TASK PROMPT
Each line with the word "shown" must appear in the answer, copied from the records.

EXCERPTED DATA
[Start of Attachment]

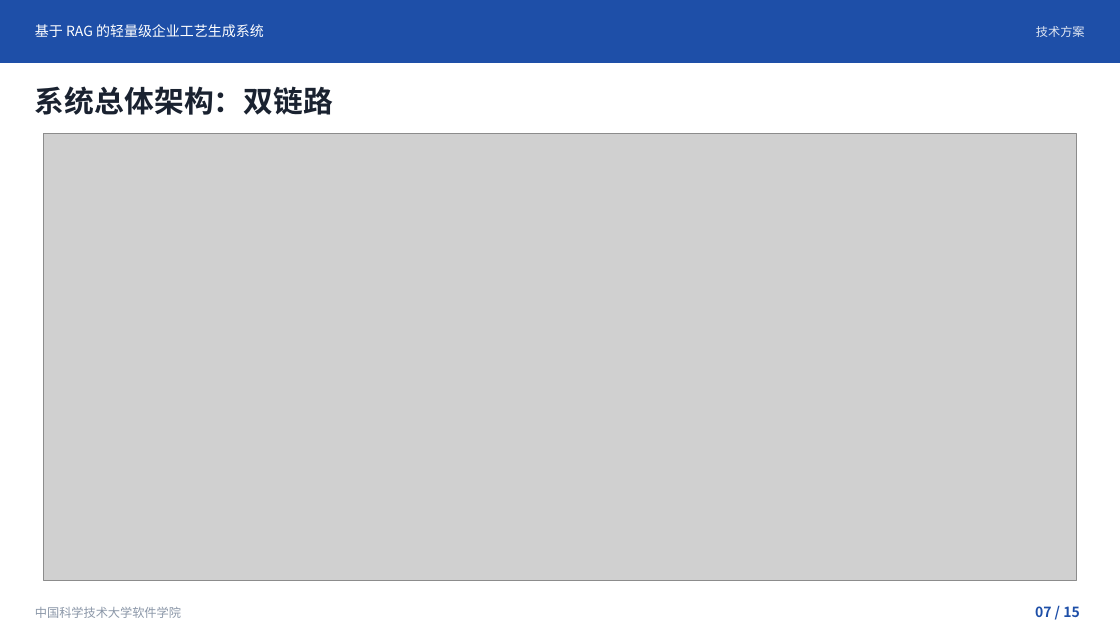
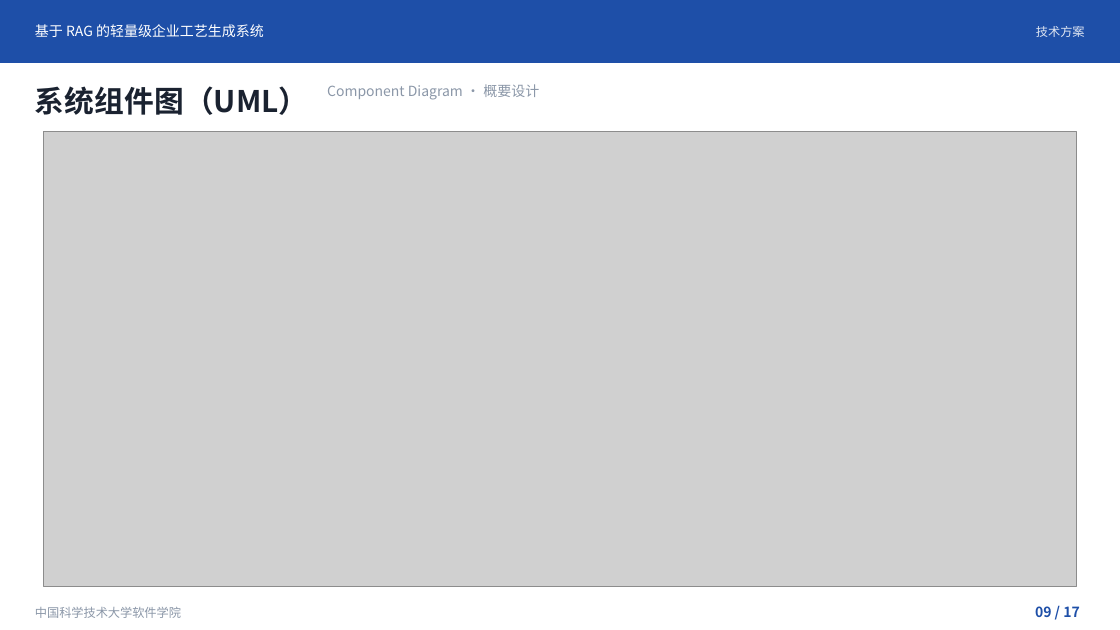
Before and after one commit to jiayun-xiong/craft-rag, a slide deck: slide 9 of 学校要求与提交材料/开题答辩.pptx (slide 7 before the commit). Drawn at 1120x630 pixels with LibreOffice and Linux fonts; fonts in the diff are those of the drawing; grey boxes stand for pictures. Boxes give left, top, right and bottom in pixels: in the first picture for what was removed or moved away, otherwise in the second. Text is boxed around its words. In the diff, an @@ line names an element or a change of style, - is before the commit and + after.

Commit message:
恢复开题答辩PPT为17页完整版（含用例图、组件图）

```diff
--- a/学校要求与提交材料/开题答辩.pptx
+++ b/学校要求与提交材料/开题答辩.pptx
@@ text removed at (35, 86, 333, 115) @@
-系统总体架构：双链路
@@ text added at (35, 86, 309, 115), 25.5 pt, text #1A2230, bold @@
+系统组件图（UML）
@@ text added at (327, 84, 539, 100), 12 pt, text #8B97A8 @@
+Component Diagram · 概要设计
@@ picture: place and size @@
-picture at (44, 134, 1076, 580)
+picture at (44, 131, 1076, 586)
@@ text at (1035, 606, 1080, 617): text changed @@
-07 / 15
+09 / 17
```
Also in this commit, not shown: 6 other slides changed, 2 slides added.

[End of Attachment]
[Start of Attachment]

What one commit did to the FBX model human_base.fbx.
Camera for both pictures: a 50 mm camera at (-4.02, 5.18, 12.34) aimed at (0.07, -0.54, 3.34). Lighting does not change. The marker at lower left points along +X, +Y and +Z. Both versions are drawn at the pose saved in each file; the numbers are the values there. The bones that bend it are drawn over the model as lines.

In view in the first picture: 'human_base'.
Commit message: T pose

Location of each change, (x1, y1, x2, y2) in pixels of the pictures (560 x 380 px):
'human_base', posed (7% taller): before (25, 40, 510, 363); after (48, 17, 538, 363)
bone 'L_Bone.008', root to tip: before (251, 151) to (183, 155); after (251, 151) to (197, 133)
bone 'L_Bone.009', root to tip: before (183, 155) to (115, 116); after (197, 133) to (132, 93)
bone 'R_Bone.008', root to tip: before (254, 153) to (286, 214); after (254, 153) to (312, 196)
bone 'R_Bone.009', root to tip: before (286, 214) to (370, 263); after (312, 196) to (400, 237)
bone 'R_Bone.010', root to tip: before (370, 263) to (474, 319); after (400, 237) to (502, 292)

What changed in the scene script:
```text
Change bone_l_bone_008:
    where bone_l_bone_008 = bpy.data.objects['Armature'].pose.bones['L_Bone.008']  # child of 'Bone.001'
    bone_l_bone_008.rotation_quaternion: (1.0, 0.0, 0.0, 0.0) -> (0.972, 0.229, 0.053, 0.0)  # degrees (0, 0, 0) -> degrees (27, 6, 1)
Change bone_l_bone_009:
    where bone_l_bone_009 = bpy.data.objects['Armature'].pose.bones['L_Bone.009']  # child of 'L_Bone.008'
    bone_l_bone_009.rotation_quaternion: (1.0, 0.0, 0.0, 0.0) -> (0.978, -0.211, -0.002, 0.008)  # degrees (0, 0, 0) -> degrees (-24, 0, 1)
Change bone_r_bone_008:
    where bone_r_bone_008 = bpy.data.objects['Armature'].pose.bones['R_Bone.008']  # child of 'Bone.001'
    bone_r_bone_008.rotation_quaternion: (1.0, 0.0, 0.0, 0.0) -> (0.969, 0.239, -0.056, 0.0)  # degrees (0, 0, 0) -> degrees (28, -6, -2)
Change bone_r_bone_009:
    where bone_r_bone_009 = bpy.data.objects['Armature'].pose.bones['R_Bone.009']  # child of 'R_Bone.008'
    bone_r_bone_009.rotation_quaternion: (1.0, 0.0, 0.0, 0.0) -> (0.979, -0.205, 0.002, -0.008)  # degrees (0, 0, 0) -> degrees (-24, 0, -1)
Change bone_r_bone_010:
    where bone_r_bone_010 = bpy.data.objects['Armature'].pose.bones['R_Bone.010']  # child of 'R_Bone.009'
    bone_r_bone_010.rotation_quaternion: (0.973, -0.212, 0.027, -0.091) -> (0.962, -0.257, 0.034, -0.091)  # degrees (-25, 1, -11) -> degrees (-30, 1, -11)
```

[End of Attachment]
[Start of Attachment]

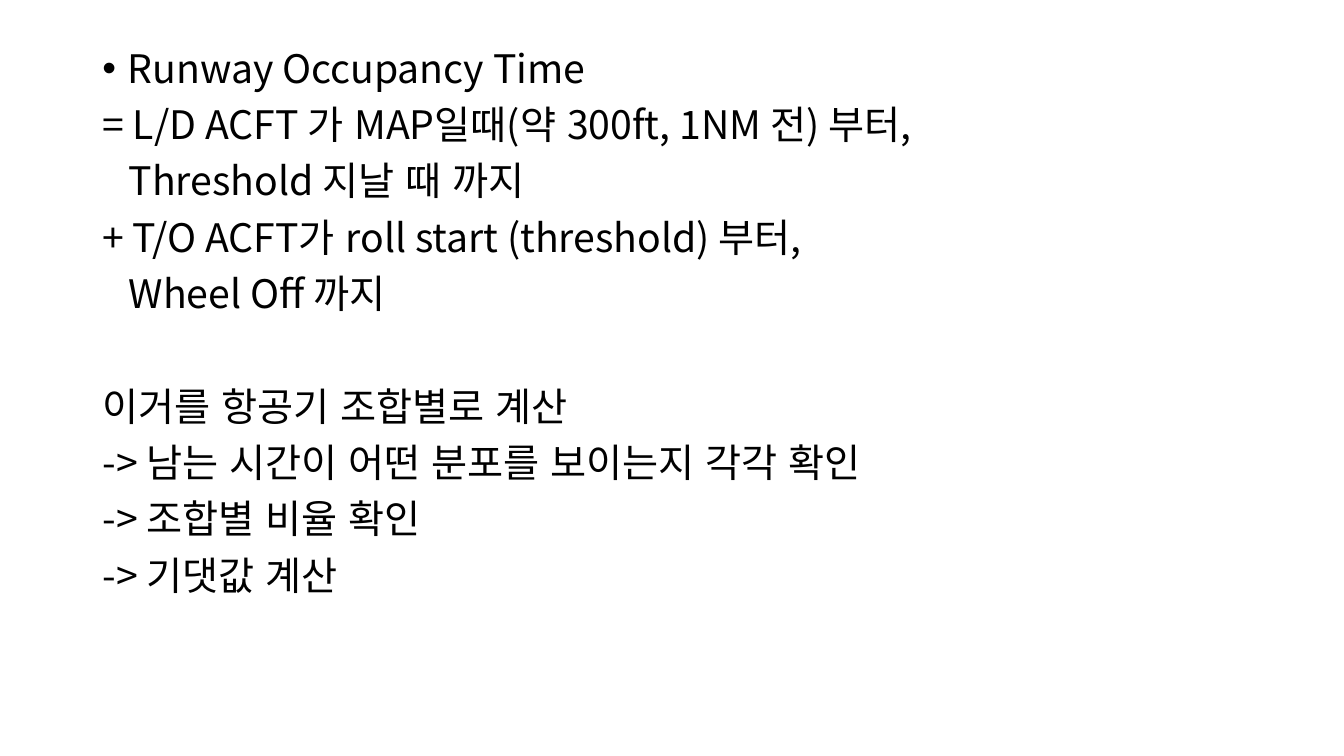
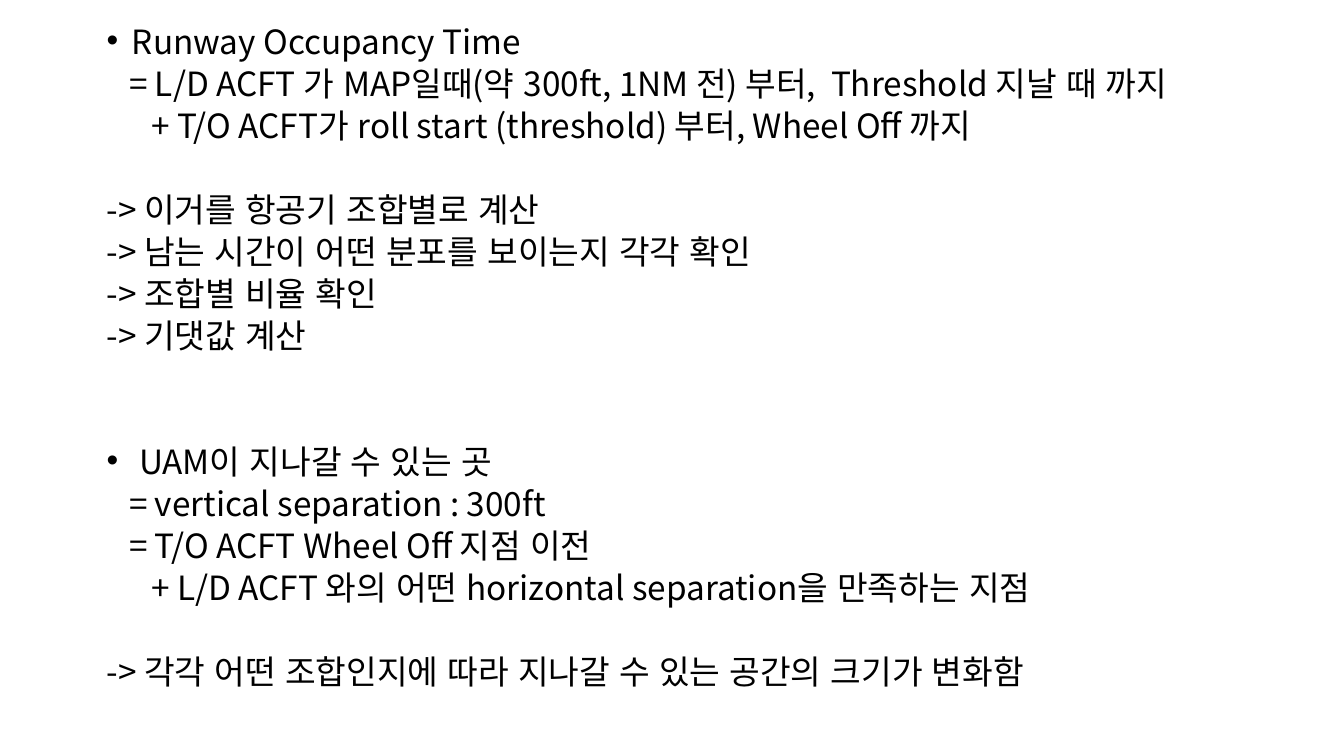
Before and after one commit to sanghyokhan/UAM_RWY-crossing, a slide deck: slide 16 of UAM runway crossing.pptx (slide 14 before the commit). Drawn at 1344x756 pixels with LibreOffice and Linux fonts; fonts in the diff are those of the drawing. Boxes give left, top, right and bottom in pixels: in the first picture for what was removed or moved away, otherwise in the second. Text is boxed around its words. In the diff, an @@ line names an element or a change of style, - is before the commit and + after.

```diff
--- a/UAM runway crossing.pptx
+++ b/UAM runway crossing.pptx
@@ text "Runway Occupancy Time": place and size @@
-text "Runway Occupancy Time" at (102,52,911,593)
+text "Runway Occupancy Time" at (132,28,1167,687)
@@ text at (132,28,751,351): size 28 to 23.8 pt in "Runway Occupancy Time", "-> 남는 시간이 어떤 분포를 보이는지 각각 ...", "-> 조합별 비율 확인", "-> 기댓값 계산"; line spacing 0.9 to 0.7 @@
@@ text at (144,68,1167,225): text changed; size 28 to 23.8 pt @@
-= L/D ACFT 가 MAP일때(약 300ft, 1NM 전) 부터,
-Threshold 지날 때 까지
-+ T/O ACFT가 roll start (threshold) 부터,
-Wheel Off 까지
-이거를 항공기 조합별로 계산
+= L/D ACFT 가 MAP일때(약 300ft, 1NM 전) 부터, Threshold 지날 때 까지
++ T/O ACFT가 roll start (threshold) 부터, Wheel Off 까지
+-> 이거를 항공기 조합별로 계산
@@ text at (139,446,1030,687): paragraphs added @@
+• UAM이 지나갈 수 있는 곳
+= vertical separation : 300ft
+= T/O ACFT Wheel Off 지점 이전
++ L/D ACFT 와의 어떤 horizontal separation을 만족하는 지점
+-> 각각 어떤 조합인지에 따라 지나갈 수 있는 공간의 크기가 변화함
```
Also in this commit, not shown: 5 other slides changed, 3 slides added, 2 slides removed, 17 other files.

[End of Attachment]

YOUR RESPONSE
Also in this commit, not shown: 6 other slides changed, 2 slides added.
Also in this commit, not shown: 5 other slides changed, 3 slides added, 2 slides removed, 17 other files.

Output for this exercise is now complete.